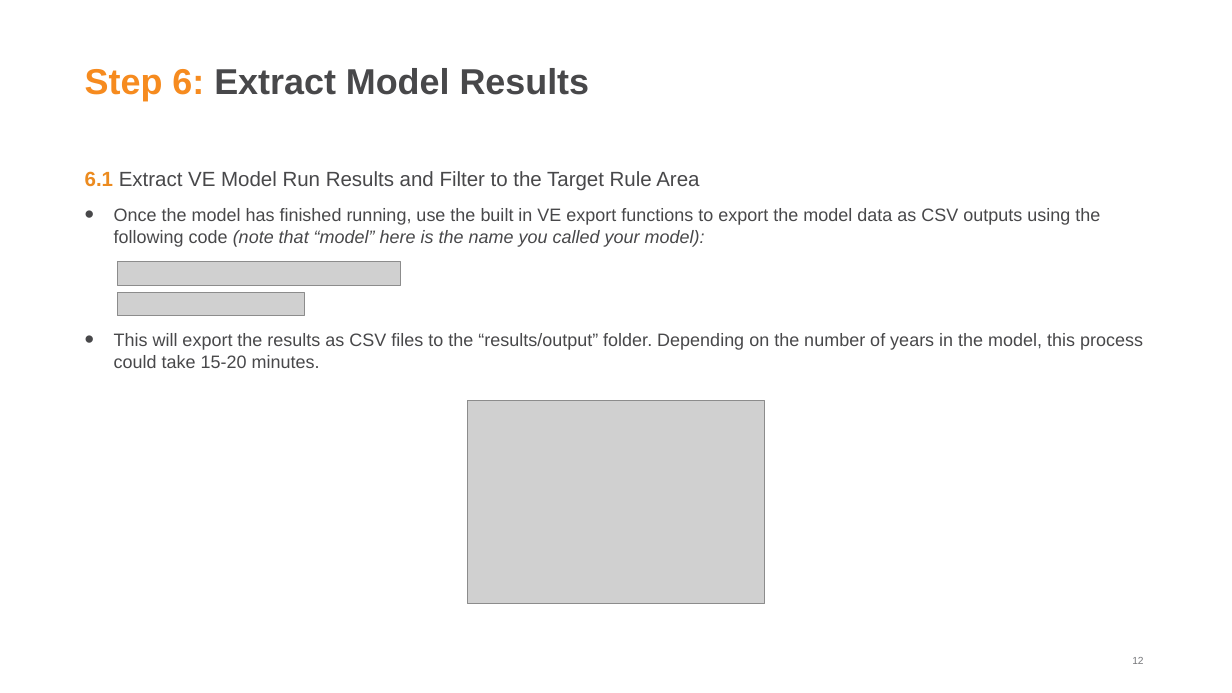
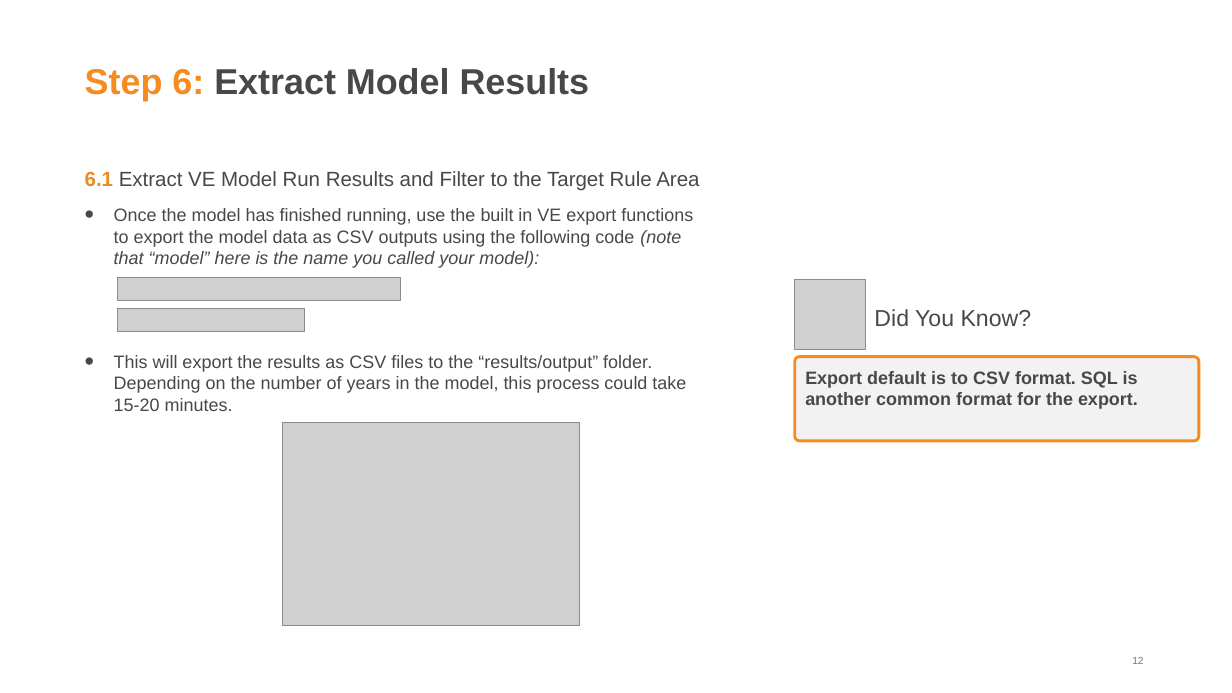
Before and after one commit to RSGInc/VE_Extras_MCCOG, a slide deck: slide 12 of MCCOG VE Extras Installation Guide.pptx. Drawn at 1232x693 pixels with LibreOffice and Linux fonts; fonts in the diff are those of the drawing; grey boxes stand for pictures; background and template pictures are left out. Boxes give left, top, right and bottom in pixels: in the first picture for what was removed or moved away, otherwise in the second. Text is boxed around its words. In the diff, an @@ line names an element or a change of style, - is before the commit and + after.

```diff
--- a/MCCOG VE Extras Installation Guide.pptx
+++ b/MCCOG VE Extras Installation Guide.pptx
@@ text "6.1 Extract VE Model Run ..." rewrapped from (85,171,1143,368) to (85,171,699,411) @@
@@ picture: place and size @@
-picture at (117,262,400,285)
+picture at (117,277,400,300)
@@ picture added at (795,279,865,349) @@
@@ picture: place and size @@
-picture at (117,293,304,316)
+picture at (117,309,304,332)
@@ text added at (874,309,1032,326), 18 pt, text #48484A @@
+Did You Know?
@@ rounded rectangle added at (795,357,1199,441), fill #F2F2F2, outline #F68B1F 2.25 pt, 14 pt, text #48484A, bold @@
+Export default is to CSV format. SQL is another common format for the export.
@@ picture: place and size @@
-picture at (468,400,765,604)
+picture at (283,422,580,626)
```
Also in this commit, not shown: 2 other slides changed.
───
• _Exercise brief_: Every record must be returned exactly. Leave its pictures out.

• _Problem solution_:
Before and after one commit to RSGInc/VE_Extras_MCCOG, a slide deck: slide 12 of MCCOG VE Extras Installation Guide.pptx. Drawn at 1232x693 pixels with LibreOffice and Linux fonts; fonts in the diff are those of the drawing; grey boxes stand for pictures; background and template pictures are left out. Boxes give left, top, right and bottom in pixels: in the first picture for what was removed or moved away, otherwise in the second. Text is boxed around its words. In the diff, an @@ line names an element or a change of style, - is before the commit and + after.

```diff
--- a/MCCOG VE Extras Installation Guide.pptx
+++ b/MCCOG VE Extras Installation Guide.pptx
@@ text "6.1 Extract VE Model Run ..." rewrapped from (85,171,1143,368) to (85,171,699,411) @@
@@ picture: place and size @@
-picture at (117,262,400,285)
+picture at (117,277,400,300)
@@ picture added at (795,279,865,349) @@
@@ picture: place and size @@
-picture at (117,293,304,316)
+picture at (117,309,304,332)
@@ text added at (874,309,1032,326), 18 pt, text #48484A @@
+Did You Know?
@@ rounded rectangle added at (795,357,1199,441), fill #F2F2F2, outline #F68B1F 2.25 pt, 14 pt, text #48484A, bold @@
+Export default is to CSV format. SQL is another common format for the export.
@@ picture: place and size @@
-picture at (468,400,765,604)
+picture at (283,422,580,626)
```
Also in this commit, not shown: 2 other slides changed.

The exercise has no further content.